Rebound of large jets from superhydrophobic surfaces in low gravity

We experimentally investigate the phenomena of large liquid jet rebound, a mode of fluid transfer following oblique jet impacts on superhydrophobic substrates. We initially seek to describe the jet rebound regimes in tests conducted in the weightless environment of a drop tower. A parametric study reveals the dependence of the flow structure on the relevant dimensionless groups such as Reynolds number and Weber number defined on the velocity component perpendicular to the substrate. We show that significantly larger diameter jets behave similarly as much smaller jets demonstrated during previous terrestrial investigations in some parameter ranges while the flow is fundamentally different in others.
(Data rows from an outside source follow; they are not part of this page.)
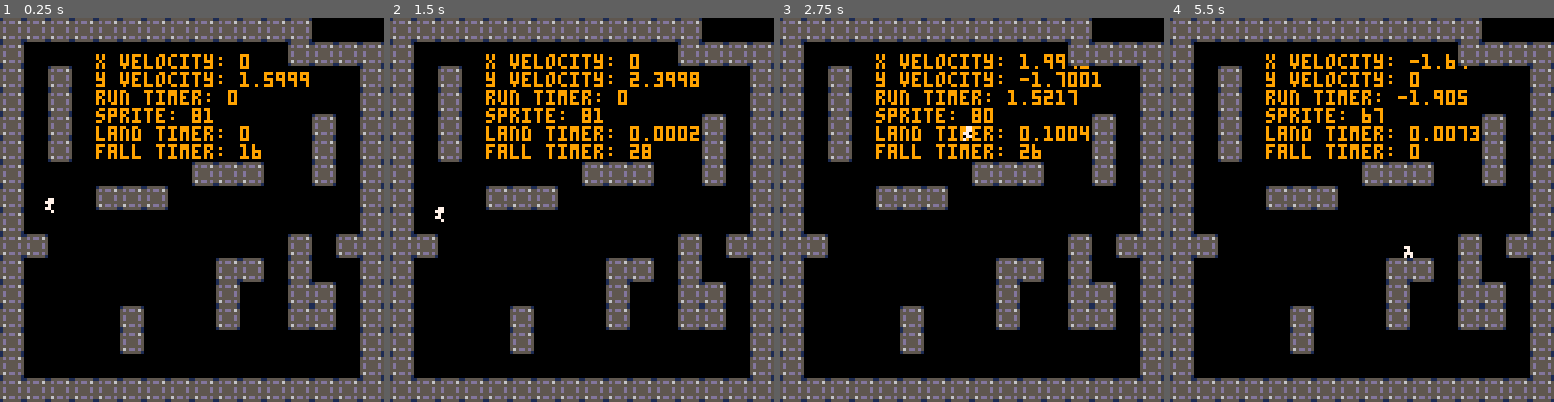
Above: before the commit, frames 1-4 (left to right).
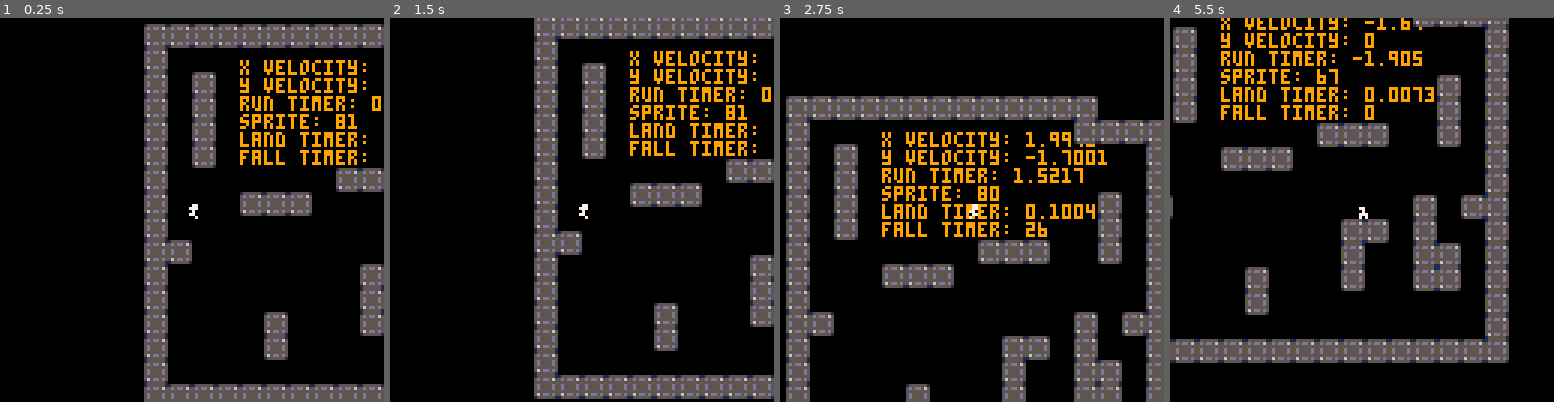
Above: after the commit, the same moments.

Repository: charlietran/pico8-games
Game: PICO-8 cartridge runboi.p8
Two runs of this game, one before a commit and one after it. Both use one fixed random seed, a clock stepped at 60 frames per second and the inputs below.
Inputs:
- Up to frame 1 (0.25 s): no input
- Up to frame 2 (1.5 s): tap O (Z key) at 0.7 s
- Up to frame 3 (2.75 s): hold Right 1.6-2.1 s; tap O (Z key) at 1.7, 2.1, 2.5 s; hold Right from 2.47 s (still down)
- Up to frame 4 (5.5 s): tap O (Z key) every 0.4 s from 2.9 to 5.3 s; release Right at 3.03 s; hold Left 3.08-3.58 s; hold Right 4.02-4.68 s; hold Left from 5.08 s (still down)

The runs differ from the first frame. In frame 1, 45% of the frame differs, in the area x 0-100%, y 0-100%; in frame 2, 45%; in frame 3, 47%; in frame 4, 52%.

Commit message:
Center the camera on player

Diff:
--- a/runboi.p8
+++ b/runboi.p8
@@ -46,7 +46,14 @@
 function _draw()
 	--clear screen, reset camera
 	cls()
-	camera(0,0)
+
+	--center camera on player
+	--camera(player.x,player.y)
+	--puts the camera top-left
+	--origin at the player origin,
+	--then we offset by half a
+	--screen in both directions
+	camera(player.x-64,player.y-64)
 
 	--debug
 	debugrow=0

Level-set numerical predictions are provided for comparisons where practicable. Simple models are developed predicting landing geometry and the onset of instability that are found to yield good agreement with experiments and simulations. Improving our understanding of such jet rebound opens avenues for unique transport capabilities.

Automated summary

The experimental investigation on large liquid jet rebound following oblique jet impacts on superhydrophobic substrates shows the dependence of flow structure on dimensionless groups such as Reynolds number and Weber number. Simple models are developed to predict landing geometry and instability onset, which yield good agreement with experiments and simulations, indicating new transport capabilities.